A new hyperlens crystal is capable of resolving details as small as a virus on the surface of living cells. The atomic structure of the hexagonal boron nitride crystal is shown in the cutout. Credit: Keith Wood, Vanderbilt University

New hyperlenses are giving scientists the ability to capture images of living cells in great detail.

A team from Vanderbilt University has created a new hyperlens that can resolve objects much smaller than the wavelength of light using hexagonal boron nitride (hBN)—a natural crystal with hyperlensing properties.

Previously, the best resolution using hBN was an object about 36 times smaller than the infrared wavelength used—the size of the smallest bacteria.
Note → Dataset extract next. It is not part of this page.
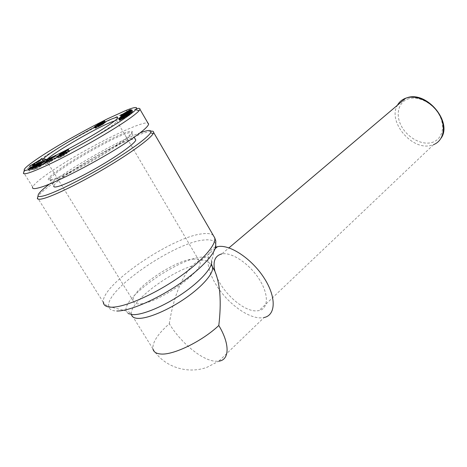 <?xml version="1.0" encoding="UTF-8"?>
<svg xmlns="http://www.w3.org/2000/svg" width="467" height="467" viewBox="0 0 467 467"><rect width="100%" height="100%" fill="white"/><g stroke="black" fill="none" stroke-linecap="round" stroke-linejoin="round"><path stroke-width="0.35" stroke-dasharray="2.33 1.75" d="M215.567 247.154C204.663 250.989 205.743 268.653 216.799 285.88C227.733 303.136 246.955 317.595 260.195 317.887L264.077 317.531L218.848 361.166L215.083 361.224C201.674 360.127 180.624 342.556 169.323 323.73C157.788 333.981 152.324 342.364 152.931 348.884C163.362 366.636 187.086 374.587 206.899 367.336L218.848 361.166M169.323 323.73C172.93 299.043 181.99 275.857 191.99 265.992C194.757 263.149 197.81 261.251 201.16 260.312L202.415 260.119C205.673 260.031 208.492 261.538 210.868 264.643L211.913 265.945M150.958 131.192L143.842 133.025C117.538 141.583 44.388 185.078 37.827 196.747M214.873 271.158C218.865 288.88 241.848 311.261 256.138 310.894L259.027 310.613C268.414 308.769 269.004 294.671 259.477 279.61C250.078 264.526 233.056 252.676 223.004 253.75L221.819 253.914L228.929 247.895M114.637 120.9L116.797 120.696L116.849 121.122C117.608 124.193 64.242 155.534 49.951 160.234C47.039 161.261 45.807 161.319 46.268 160.397L47.476 159.008M192.871 259.167C197.004 258.841 199.333 259.804 199.87 262.057C204.295 271.35 155.774 304.998 138.699 303.889C135.296 303.859 133.439 302.803 133.13 300.719C130.783 290.106 174.997 259.833 192.871 259.167M54.149 179.585C62.304 177.121 82.204 167.11 100.277 156.317C118.379 145.511 131.385 135.932 131.892 133.346L131.811 132.803C131.25 132.196 129.161 132.54 125.541 133.831C107.719 139.831 55.842 170.338 50.249 178.382L49.718 179.275C49.269 180.507 50.745 180.612 54.149 179.585M49.718 179.275L53.833 185.895C55.287 179.34 110.51 146.235 129.33 140.269C132.371 139.236 134.362 138.862 135.302 139.16M52.824 179.246C48.644 180.495 47.33 180.087 48.889 178.026C54.686 169.825 107.573 138.752 125.757 132.581C129.452 131.256 131.589 130.894 132.167 131.496C133.667 133.042 121.332 142.534 102.296 154.04C83.307 165.534 61.475 176.619 52.824 179.246M63.926 155.149L58.749 157.659L58.112 158.202L59.706 157.642L62.636 156.153L67.19 153.234L63.162 154.781L69.618 151.366L61.265 155.669L60.19 156.568L63.926 155.149M67.085 150.537L67.925 151.921M61.533 154.355L62.636 156.153M58.603 155.85L59.706 157.642M57.616 156.293L58.55 157.817M31.774 169.299L32.976 168.505L32.369 168.587L30.524 169.737L29.38 170.916C30.378 170.951 41.668 164.378 41.767 163.713L39.526 164.553L40.045 164.028L33.659 167.816L34.791 167.671L38.989 165.172L37.716 166.205L31.668 169.509L30.705 167.595M33.04 166.894L33.992 168.412M36.788 164.717L37.716 166.205M36.875 163.917L37.932 165.616M38.825 163.432L39.526 164.553M31.289 167.186L32.217 168.675M136.411 108.793L128.518 111.52C123.953 113.166 113.942 117.888 98.473 125.699C81.912 134.315 66.606 142.925 52.549 151.524C35.86 161.851 26.269 168.727 23.77 172.16M148.611 124.24C150.561 116.622 96.476 142.365 60.891 165.084C44.418 175.522 35.007 182.807 32.661 186.934L23.648 172.609M49.555 184.01C71.661 167.139 119.254 140.328 140.176 132.815M103.662 123.737L105.484 122.342L100.814 124.642L95.443 128.378L103.604 123.989L103.884 123.697L102.793 122.278M102.466 122.535L103.271 123.895M102.32 122.64L103.108 123.971M102.88 121.969L103.82 123.557M103.458 121.624L104.398 123.206M103.493 121.601L104.433 123.189M104.007 121.268L104.947 122.85M104.491 120.912L105.431 122.5M104.614 120.79L105.548 122.366M104.579 120.819L105.484 122.342M104.188 121.146L104.999 122.512M103.82 121.391L104.596 122.693M103.341 121.694L104.083 122.944M102.746 122.05L103.458 123.253M102.291 122.658L102.833 123.574M101.333 122.477L102.185 123.907M100.621 122.856L101.473 124.286M101.164 122.558L102.098 124.134L102.816 123.831L100.428 125.22L100.919 124.806L99.979 123.23L100.814 124.642M99.535 123.831L100.218 124.981M99.097 124.064L99.786 125.226M98.426 124.444L99.127 125.623M97.889 124.777L98.59 125.956M97.364 124.858L98.187 126.23M97.183 124.928L98.029 126.347M96.932 124.998L97.837 126.522M96.891 125.01L97.831 126.586L96.897 125.01M97.072 124.969L98.017 126.545M98.193 125.039L99.057 126.493L98.303 126.779L97.521 125.033L98.356 126.417M97.434 125.436L98.105 126.557M96.722 125.798L97.41 126.96M96.103 126.113L96.821 127.316M95.875 126.224L96.605 127.444M95.361 126.469L96.126 127.76M94.929 126.656L95.753 128.034M94.748 126.726L95.601 128.156M94.532 126.785L95.443 128.308M94.497 126.785L95.443 128.378M94.579 126.779L95.525 128.372M94.824 126.703L95.77 128.297M95.239 126.528L96.184 128.121M95.531 126.388L96.482 127.981M96.039 126.143L96.99 127.736M96.669 125.827L97.621 127.421M97.34 125.483L98.292 127.077M98.041 125.121L98.986 126.715M98.741 124.747L99.693 126.347M99.36 124.415L100.312 126.014M99.792 124.175L100.738 125.775M100.504 123.773L101.45 125.372M101.818 124.52L102.086 124.993M101.52 123.165L102.466 124.759M102.034 122.833L102.985 124.426M102.448 122.547L103.394 124.14M102.658 122.395L103.604 123.989M102.886 122.202L103.832 123.79M102.938 122.109L103.884 123.697M102.927 122.132L103.855 123.691M101.409 122.436L102.349 124.012M101.812 122.261L102.752 123.837M102.168 122.739L102.816 123.831M102.028 122.839L102.693 123.959M101.888 122.926L102.559 124.059M101.374 123.253L102.045 124.385M100.434 123.808L101.094 124.917M99.693 123.755L100.539 125.179M99.588 123.808L100.428 125.22M99.465 123.592L100.405 125.174M99.559 123.516L100.498 125.092M100.919 124.806L102.098 124.134M100.236 123.072L101.176 124.654M100.89 122.704L101.829 124.28M97.889 125.197L98.747 126.645M97.539 125.378L98.379 126.79M97.486 125.407L98.303 126.779M98.467 126.621L101.065 125.156L99.057 126.493M97.86 124.794L98.806 126.382M98.397 124.461L99.343 126.049M98.782 124.234L99.728 125.821M99.436 123.878L100.382 125.465M99.944 123.638L100.89 125.22M100.119 123.574L101.065 125.156M100.347 123.86L101.135 125.185M100.148 123.977L100.96 125.337M99.716 124.216L100.551 125.623M99.237 124.479L100.09 125.909M98.549 124.852L99.413 126.3M131.636 113.142L132.003 112.699L129.873 113.481L121.443 118.636L131.636 113.142L130.649 111.438M131.011 111L132.003 112.699M130.988 111.035L131.963 112.716M130.567 111.479L131.431 112.967M130.141 111.712L130.988 113.166M129.785 111.905L130.608 113.318M129.604 111.998L130.416 113.388M129.417 112.103L130.2 113.446M129.254 112.191L130.007 113.481M129.155 112.243L129.873 113.481M126.615 113.02L127.602 114.707M126.685 113.026L127.672 114.713M126.814 113.02L127.8 114.707M126.966 112.996L127.952 114.684M127.036 112.979L128.022 114.666M127.275 112.903L128.267 114.596M127.719 113.02L128.577 114.491M121.064 116.61L121.928 118.075M120.445 116.943L121.443 118.636M122.161 117.415L132.826 111.566L122.161 117.415L121.181 115.734M131.846 109.885L132.826 111.566M131.665 109.984L132.581 111.555M120.959 115.723L121.945 117.392M129.925 114.841L130.165 114.503L129.336 114.759L124.613 117.135L119.517 120.492L129.505 115.186L129.925 114.841L128.921 113.119M129.19 112.839L130.188 114.555M129.161 112.786L130.165 114.503M128.939 113.113L129.791 114.578M128.828 113.207L129.657 114.631M128.553 113.423L129.336 114.759M128.197 113.685L128.927 114.946M127.742 113.995L128.437 115.174M127.018 114.03L127.853 115.46M126.341 114.345L127.187 115.793M125.588 114.719L126.44 116.178M125.127 114.952L125.985 116.411M124.584 115.606L125.273 116.785M120.585 117.462L121.589 119.173L124.8 117.404L123.796 115.688L124.613 117.135M123.125 116.003L123.989 117.48M122.541 116.295L123.422 117.795M122.255 116.452L123.136 117.953M121.566 116.838L122.453 118.349M120.971 117.199L121.852 118.711M120.649 117.871L121.332 119.038M120.282 118.058L120.988 119.26M119.856 118.268L120.597 119.529M119.459 118.455L120.241 119.791M119.079 118.618L119.914 120.042M118.997 118.647L119.85 120.101M118.717 118.746L119.628 120.299M118.554 118.776L119.523 120.428M118.507 118.776L119.517 120.492M118.6 118.776L119.61 120.492M118.822 118.717L119.832 120.433M119.184 118.577L120.194 120.293M119.587 118.396L120.597 120.112M120.118 118.139L121.128 119.861M120.731 117.83L121.747 119.552M120.813 117.789L121.823 119.511M121.484 117.439L122.494 119.155M122.138 117.077L123.148 118.799M122.786 116.709L123.796 118.431M123.411 116.347L124.42 118.069M123.959 116.009L124.969 117.731M124.467 115.688L125.477 117.404M124.876 115.407L125.88 117.124M125.419 114.917L126.423 116.627M125.308 114.859L126.312 116.569M126.067 114.479L127.065 116.19M126.61 114.211L127.608 115.927M126.936 114.065L127.94 115.775M126.971 114.047L127.976 115.758M127.415 114.205L128.267 115.658M128.186 115.775L127.304 114.275L128.203 115.763M126.843 114.555L127.736 116.079M126.645 114.678L127.532 116.195M125.932 115.086L126.814 116.592M125.092 115.559L126.102 117.281M125.319 115.437L126.329 117.159M126.008 115.045L127.018 116.773M126.627 114.684L127.637 116.411M126.738 114.625L127.742 116.347M127.322 114.263L128.326 115.991M127.853 113.925L128.857 115.647M128.168 113.709L129.178 115.431M128.501 113.463L129.505 115.186M128.816 113.212L129.82 114.929M120.86 117.27L121.864 118.98M121.414 116.919L122.418 118.63M121.467 116.89L122.471 118.6M122.085 116.54L123.09 118.25M122.774 116.172L123.778 117.882M122.803 116.16L123.808 117.871M123.416 115.857L124.415 117.567M124.8 117.404L121.589 119.173M124.088 115.927L124.934 117.375M123.971 116.003L124.841 117.491M123.72 116.155L124.607 117.666M123.165 116.487L124.053 118.011M123.107 116.522L124 118.04M122.512 116.867L123.399 118.379M121.799 117.264L122.681 118.764M121.77 117.281L122.652 118.776M121.151 117.614L122.015 119.091M120.784 117.801L121.636 119.254M120.679 117.859L121.513 119.283M132.073 111.496L130.964 111.45L121.391 117.164L123.854 116.207L127.917 113.825L128.425 113.358L127.637 113.551L132.073 111.496L131.099 109.827M130.287 110.288L130.964 111.45M124.718 112.973L125.576 114.444M124.648 113.002L125.623 114.666M124.794 112.938L125.763 114.596M125.255 112.716L126.23 114.38M125.343 112.687L126.312 114.345M126.545 114.327L125.728 112.932L126.545 114.275M125.465 113.09L126.306 114.52M125.413 113.125L126.253 114.555M124.934 113.399L125.781 114.853M124.216 113.808L125.068 115.267M124.111 113.866L124.969 115.326M123.405 114.252L124.269 115.717M122.529 114.707L123.381 116.16M122.949 115.939L123.13 116.242M122.144 114.549L123.119 116.213M122.377 114.362L123.346 116.026M122.687 114.152L123.662 115.816M123.3 113.785L124.275 115.448M122.698 114.152L123.533 115.582M121.782 115.075L122.471 116.248M121.408 115.244L122.126 116.47M121.986 117.077L120.988 115.419M120.696 115.501L121.531 116.919M120.509 115.53L121.402 117.059M120.433 115.512L121.373 117.112M120.416 115.501L121.391 117.164M120.498 115.53L121.473 117.194M120.568 115.53L121.548 117.194M120.76 115.489L121.735 117.159M121.315 115.285L122.296 116.954M121.747 115.092L122.728 116.768M122.272 114.841L123.253 116.511M123.498 114.199L124.479 115.874M124.14 113.849L125.121 115.524M124.794 113.481L125.775 115.156M125.401 113.131L126.382 114.8M125.979 112.78L126.96 114.456M126.475 112.465L127.45 114.141M126.896 112.185L127.87 113.855M126.942 112.156L127.917 113.825M127.228 111.94L128.203 113.609M127.403 111.782L128.372 113.452M127.45 111.689L128.425 113.358M127.433 111.73L128.361 113.323M127.415 111.765L128.326 113.318M127.257 111.911L128.116 113.37M127.152 111.992L127.981 113.417M126.855 112.208L127.637 113.551M128.18 111.047L129.149 112.71M128.915 111.076L129.89 112.745M32.959 168.517L31.896 166.812L32.976 168.505M31.435 167.093L32.369 168.587M29.812 168.599L30.524 169.737M28.143 169.229L29.217 170.94M39.415 162.271L40.471 163.97M39.082 162.481L40.045 164.028M32.602 166.124L33.659 167.816M33.723 165.96L34.791 167.671M36.012 164.606L37.074 166.31M35.55 164.88L36.496 166.392M66.086 151.466L67.178 153.258M65.561 151.32L66.647 153.1M67.989 150.076L69.075 151.857M63.459 152.189L64.423 153.754M60.436 154.314L61.265 155.669M60.196 156.521L59.151 154.816L60.202 156.515M60.027 154.665L61.119 156.451M57.85 156.2L58.749 157.659M34.71 169.264L41.405 165.067L36.706 168.511L38.037 168.009L48.772 161.278L40.676 166.042L45.433 162.551L44.155 163.041L33.478 169.725L34.71 169.264L33.624 167.525M40.512 163.631L41.405 165.067M35.615 166.766L36.706 168.511M36.946 166.258L38.037 168.009M47.698 159.539L48.772 161.278M46.566 160.245L47.506 161.757M39.73 164.518L40.676 166.042M44.365 160.829L45.433 162.551M43.273 161.617L44.155 163.041M32.392 167.992L33.478 169.725M33.606 167.396L36.006 166.024L35.924 165.604L33.536 166.964L33.606 167.396L32.556 165.709M34.955 164.337L36.006 166.024M34.879 163.929L35.924 165.604M32.702 165.627L33.536 166.964M40.757 162.714L41.423 162.061L39.356 163.111L43.262 160.257L30.361 167.957L40.757 162.714L39.718 161.045M40.39 160.397L41.423 162.061M38.463 161.681L39.356 163.111M39.181 160.625L40.209 162.277M41.575 159.253L42.602 160.905M42.24 158.611L42.801 159.504M30.168 165.873L31.056 167.297M29.328 166.299L30.361 167.957M37.751 163.689L34.056 165.814L37.751 163.689L36.975 162.434M36.338 162.755L37.232 164.197M33.151 164.366L34.056 165.814M59.239 156.387L52.012 160.158L53.045 159.329L50.798 160.391L45.754 164.536L59.239 156.387L58.153 154.624M56.069 155.937L56.997 157.449M53.927 157.28L54.861 158.803M51.09 158.669L52.012 160.158M51.965 157.577L53.045 159.329M50.039 159.165L50.798 160.391M44.651 162.761L45.754 164.536M46.858 161.716L47.961 163.491M50.944 161.016L52.654 160.204L49.327 162.318L50.944 161.016L49.858 159.259M51.709 158.669L52.654 160.204M48.37 160.765L49.327 162.318M128.227 313.585L126.195 310.975C121.869 297.479 178.803 258.023 202.275 257.083C208.048 256.611 211.177 258.047 211.668 261.392L215.719 244.62C215.024 240.733 211.084 239.203 203.904 240.02C174.967 242.18 104.982 289.803 108.712 306.498L105.618 304.852L103.289 302.248C101.076 284.677 172.889 236.407 202.567 233.786C207.652 233.138 211.212 233.652 213.256 235.333M191.99 265.992C166.521 274.018 129.055 303.054 131.367 314.238C130.165 312.476 128.443 311.384 126.195 310.975L108.712 306.498C109.255 309.382 111.934 310.882 116.744 311.004M211.749 265.484L210.868 264.643M441.181 138.063C439.359 141.046 436.832 143.235 433.598 144.63L430.592 145.529C411.386 150.374 387.499 121.315 397.423 105.244M409.01 98.671C398.666 101.432 395.216 113.966 401.019 125.384C406.681 136.837 420.335 144.968 430.767 142.774C441.28 140.76 445.868 128.302 439.885 116.137C434.053 103.943 419.261 95.735 409.01 98.671M62.858 153.62L63.833 155.207M125.617 110.568L128.518 111.52M28.312 169.206L29.38 170.916M65.164 152.201L66.261 153.993M66.04 151.518L67.05 153.176M65.176 152.195L66.022 153.579M62.28 153.439L63.179 154.916M62.076 153.007L63.162 154.781M65.806 151.191L66.869 152.931M68.159 149.942L69.244 151.722M59.111 154.805L60.19 156.568M60.231 154.408L61.323 156.188M63.016 153.094L64.107 154.881M59.823 154.822L60.92 156.603M152.931 348.884L131.373 314.291M211.434 263.919L211.668 261.392M433.598 144.63L259.027 310.613M116.849 121.122L199.87 262.057M46.881 159.591L46.309 159.44M131.892 133.346L134.175 137.24M50.249 178.382L48.889 178.026M69.618 151.366L68.538 149.586M39.047 165.213L38.189 163.841M28.113 169.229L29.129 170.852M40.705 162.008L41.767 163.713M31.622 169.457L30.781 168.114M58.112 158.202L57.05 156.468M66.098 151.448L67.19 153.234M62 153.573L62.882 155.003M65.888 151.051L66.974 152.826M63.477 153.264L64.417 154.787M59.899 155.213L60.815 156.708M131.811 132.803L132.167 131.496M116.797 120.696L117.427 118.349M46.268 160.397L133.13 300.719M103.289 302.248L37.547 197.786M215.147 248.637L201.16 260.312"/><path stroke-width="0.7" d="M264.077 317.531C275.752 315.219 276.54 297.578 264.515 278.63C252.635 259.658 231.212 244.924 218.772 246.453L215.567 247.154M218.848 361.166C229.548 359.999 230.114 344.185 218.801 325.493C221.551 302.102 220.243 283.994 214.878 271.175L211.913 265.945M37.827 196.747L37.36 198.498C37.693 199.514 39.689 199.537 43.349 198.574C54.16 195.749 80.925 182.644 106.126 167.647C131.367 152.651 150.45 138.606 153.199 133.58L153.637 132.47C153.766 131.425 152.872 130.999 150.958 131.192M47.476 159.008C54.902 151.775 97.475 127.293 111.771 121.905L114.637 120.9M46.612 159.329C42.818 160.677 41.767 160.461 43.466 158.675C49.531 151.973 96.687 124.759 112.337 118.764C115.402 117.544 117.182 117.089 117.684 117.41C119.085 118.262 107.918 126.259 90.837 136.364C73.798 146.457 54.26 156.585 46.612 159.329M135.302 139.16L135.792 139.995C135.383 142.739 122.506 152.47 104.48 163.31C86.488 174.15 66.594 184.074 58.375 186.391C54.943 187.355 53.431 187.191 53.833 185.895M66.845 150.152L68.538 149.586L67.989 150.076L61.79 153.229L65.958 151.39L65.123 152.23L57.015 156.416L62.829 153.357L59.111 154.74L63.343 151.991L66.845 150.152L67.085 150.537M32.918 166.701L37.985 163.508L33.723 165.96L32.602 166.124L38.994 162.341L38.469 162.855L40.705 162.008C40.6 162.656 29.298 169.229 28.312 169.206L31.307 166.888L31.914 166.807L30.6 167.799L33.04 166.894M38.469 162.855L38.825 163.432M23.77 172.16L23.426 173.45C24.827 174.903 34.535 171.319 52.555 162.703C70.126 154.209 96.231 139.896 115.565 127.748C128.121 119.838 135.973 114.152 139.131 110.691L139.989 109.366C140.176 108.286 138.979 108.093 136.411 108.793M32.661 186.934C31.838 188.96 34.243 189.158 39.87 187.53C54.738 183.461 98.233 161.045 124.882 143.521C139.902 133.632 147.811 127.205 148.611 124.24L139.995 109.366M140.176 132.815L141.577 132.313C149.09 129.709 152.079 129.873 150.537 132.809C147.776 137.666 129.19 151.244 104.736 165.756C80.312 180.256 54.406 192.982 43.904 195.796C40.349 196.759 38.405 196.759 38.072 195.807C37.774 193.974 41.598 190.04 49.555 184.01M102.717 122.15L99.792 124.175L94.497 126.785L99.88 123.072L104.544 120.76L102.168 122.383L102.793 122.278M103.149 121.367L103.341 121.694M102.524 121.677L102.746 122.05M101.899 121.998L102.291 122.658M99.88 123.072L99.489 123.644L101.876 122.249L99.979 123.23M99.284 123.405L99.535 123.831M98.852 123.656L99.097 124.064M98.187 124.047L98.426 124.444M97.65 124.38L97.889 124.777M97.41 124.841L97.358 125.191L98.193 125.039M97.165 124.975L97.434 125.436M96.465 125.378L96.722 125.798M95.875 125.734L96.103 126.113M95.665 125.862L95.875 126.224M95.186 126.178L95.361 126.469M101.876 122.249L102.168 122.739M101.753 122.383L102.028 122.839M101.619 122.477L101.888 122.926M101.105 122.803L101.374 123.253M100.878 122.938L101.146 123.393M100.154 123.335L100.434 123.808M98.105 124.899L100.119 123.574L97.521 125.033M131.011 111L120.445 116.943L127.59 112.798L126.615 113.02L131.011 111M129.429 111.695L129.604 111.998M129.213 111.753L129.417 112.103M129.026 111.794L129.254 112.191M128.892 111.794L129.155 112.243M131.846 109.885L120.959 115.723L131.846 109.885M129.108 112.95L125.319 115.437L126.61 114.211L122.138 117.077L118.507 118.776L122.424 116.09L129.026 112.798M128.337 113.055L128.553 113.423M127.929 113.236L128.197 113.685M127.438 113.469L127.742 113.995M124.275 115.08L124.584 115.606M123.615 115.437L123.773 115.699L120.509 117.573L123.796 115.688M120.328 117.334L120.649 117.871M119.99 117.556L120.282 118.058M119.593 117.824L119.856 118.268M119.237 118.081L119.459 118.455M130.001 109.798L131.099 109.827L126.668 111.887L127.45 111.689L126.942 112.156L122.874 114.532L120.416 115.501L130.001 109.798L130.287 110.288M122.156 114.578L121.98 114.281M121.496 114.59L121.782 115.075M121.157 114.812L121.408 115.244M120.795 115.069L121 115.413M120.79 115.075L120.988 115.419M126.668 111.887L126.855 112.208M125.617 110.568L107.486 118.834C95.105 124.917 78.228 133.976 64.271 142.079C39.537 156.439 22.702 168.383 24.319 170.076C25.632 171.926 43.443 164.618 71.031 150.024C99.103 135.161 130.398 115.834 135.728 109.681C139.435 105.431 130.877 108.391 125.617 110.568M55.917 155.692L44.651 162.761L49.724 158.652L56.069 155.937M40.39 160.397L29.328 166.299L42.24 158.611L39.181 160.625L38.323 161.454L40.39 160.397M34.955 164.337L32.556 165.709L32.492 165.289L34.879 163.929L34.955 164.337M40.331 163.339L32.392 167.992L43.087 161.319L44.365 160.829L39.596 164.296L47.698 159.539L36.946 166.258L35.615 166.766L40.331 163.339L40.512 163.631M29.462 168.032L29.812 168.599M60.185 153.9L60.436 154.314M57.651 155.879L57.85 156.2M43.087 161.319L43.273 161.617M32.492 165.289L32.702 165.627M42.801 159.504L43.233 160.21M36.724 162.031L33.023 164.156L36.724 162.031L36.975 162.434M49.724 158.652L50.039 159.165M51.568 158.441L48.229 160.549L51.709 158.669M221.819 253.914C214.972 255.712 212.654 261.462 214.873 271.158M152.931 348.884C153.55 351.809 155.972 353.496 160.199 353.951C172.562 355.679 201.878 341.535 218.801 325.493M213.256 235.333L214.738 237.89C216.408 245.07 201.201 262.221 176.958 278.688C152.773 295.162 124.286 307.409 111.52 307.198C106.336 307.105 103.592 305.453 103.289 302.248M211.668 261.392C212.444 267.708 200.571 281.233 182.445 293.62C164.361 306.019 143.153 314.956 133.048 314.665L128.227 313.585M116.744 311.004C129.032 311.296 155.949 299.855 178.96 284.205C202.024 268.566 216.846 251.952 215.719 244.62L215.83 241.089L214.738 237.89L153.637 132.47M131.373 314.291C131.799 316.859 134.047 318.225 138.109 318.383C147.94 318.739 168.511 310.03 185.749 297.999C203.034 285.985 213.927 272.962 212.503 267.112L211.749 265.484M397.423 105.244C399.279 101.899 402.058 99.547 405.765 98.181L407.014 97.79C417.545 94.778 432.675 102.571 439.529 114.923C446.51 127.228 443.51 140.806 433.598 144.63M64.931 151.798L65.176 152.195M62.093 153.141L62.28 153.439M214.878 271.175L212.503 267.112L211.434 263.919M441.181 138.063C452.64 121.776 426.494 90.668 407.072 97.743L405.765 98.181L228.929 247.895M46.309 159.44L43.466 158.675M134.175 137.24L135.792 139.995M38.189 163.841L37.985 163.508M38.072 195.807L37.36 198.498M150.537 132.809L153.199 133.58M23.426 173.45L24.319 170.076M139.131 110.691L135.728 109.681M30.781 168.114L30.588 167.799M61.802 153.246L62 153.573M59.718 154.916L59.899 155.213M117.427 118.349L117.684 117.41M217.558 246.629L215.147 248.637"/></g></svg>

Improvements in the quality of the crystal has enhanced the potential imaging capability by about a factor of ten.

The researchers enhanced the hBN crystals by using isotopically purified boron. Natural boron contains two isotopes that differ in weight by about 10 percent, a combination that significantly degrades the crystal’s optical properties in the infrared.

The researchers believe that a lens made from the purified crystal can, in principle, capture images of objects as small as 30 nanometers in size.

“We have demonstrated that the inherent efficiency limitations of hyperlenses can be overcome through isotopic engineering,” Alexander Giles, a research physicists at the U.S. Naval Research Laboratory, said in a statement. “Controlling and manipulating light at nanoscale dimensions is notoriously difficult and inefficient.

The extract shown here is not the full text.